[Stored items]
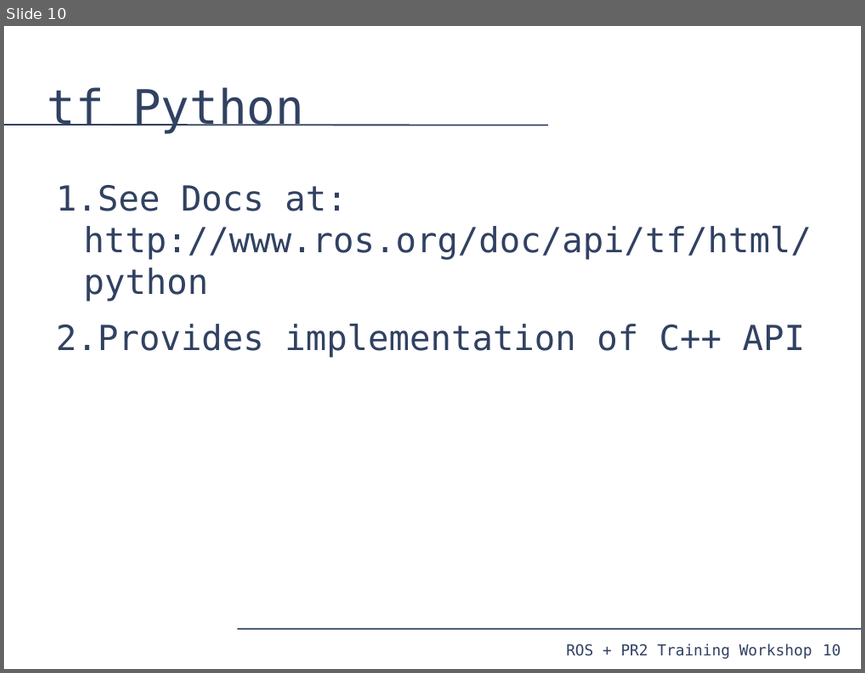
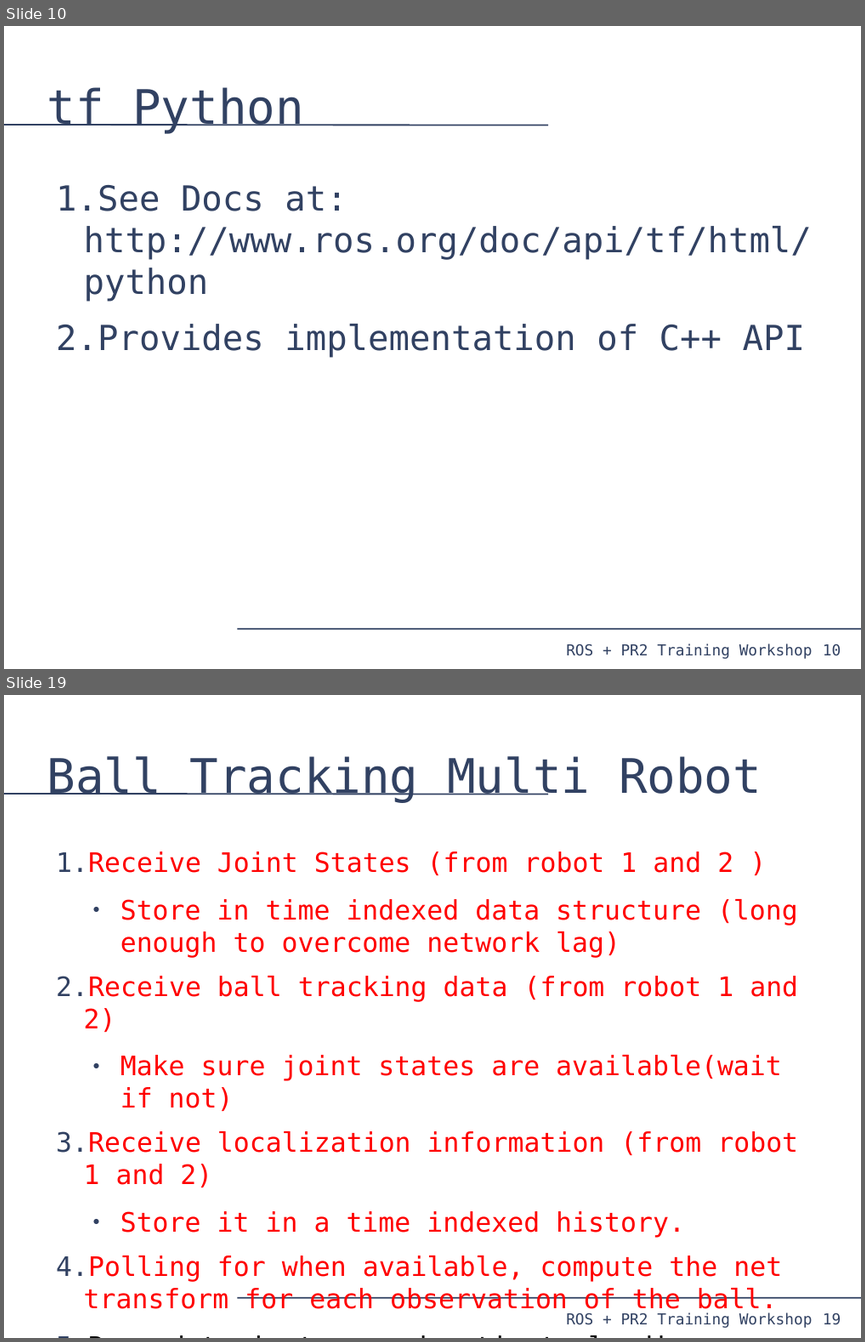
Before and after one commit to PR2/pr2_docs, a slide deck: pr2_training_workshop/tf/tf_training.odp. Shown one above the other, each under a label of ours: slide 10 before the commit, slides 10 and 19 after it; the slides between them are not shown. The pictures are 865x673 and 865x1342 pixels, drawn with LibreOffice and Linux fonts; fonts in the diff are those of the drawing. Boxes give left, top, right and bottom in pixels: in the first picture for what was removed or moved away, otherwise in the second. Text is boxed around its words. In the diff, an @@ line names an element or a change of style, - is before the commit and + after.

```diff
--- a/pr2_training_workshop/tf/tf_training.odp
+++ b/pr2_training_workshop/tf/tf_training.odp
@@ slide 19 added at <box>4,695,861,1338</box>, background #FFFFFF; not listed: 4 template elements that a slide beside it also shows @@
@@ title added at <box>46,756,761,803</box>, 44 pt, text #314162 @@
+Ball Tracking Multi Robot
@@ text added at <box>56,851,798,1314</box>, 24.8 pt, text #FF0000 @@
+1. Receive Joint States (from robot 1 and 2 )
+  ● Store in time indexed data structure (long enough to overcome network lag)
+2. Receive ball tracking data (from robot 1 and 2)
+  ● Make sure joint states are available(wait if not)
+3. Receive localization information (from robot 1 and 2)
+  ● Store it in a time indexed history.
+4. Polling for when available, compute the net transform for each observation of the ball.
+5. Record trajectory and estimate landing position.
+6. Move arm there.
```
Also in this commit, not shown: 1 slide changed, 9 other slides added, 1 slide removed.

Aim of the task
Scan the records above and report every line with the string "added".

Solution for this exercise
@@ slide 19 added at <box>4,695,861,1338</box>, background #FFFFFF; not listed: 4 template elements that a slide beside it also shows @@
@@ title added at <box>46,756,761,803</box>, 44 pt, text #314162 @@
@@ text added at <box>56,851,798,1314</box>, 24.8 pt, text #FF0000 @@
Also in this commit, not shown: 1 slide changed, 9 other slides added, 1 slide removed.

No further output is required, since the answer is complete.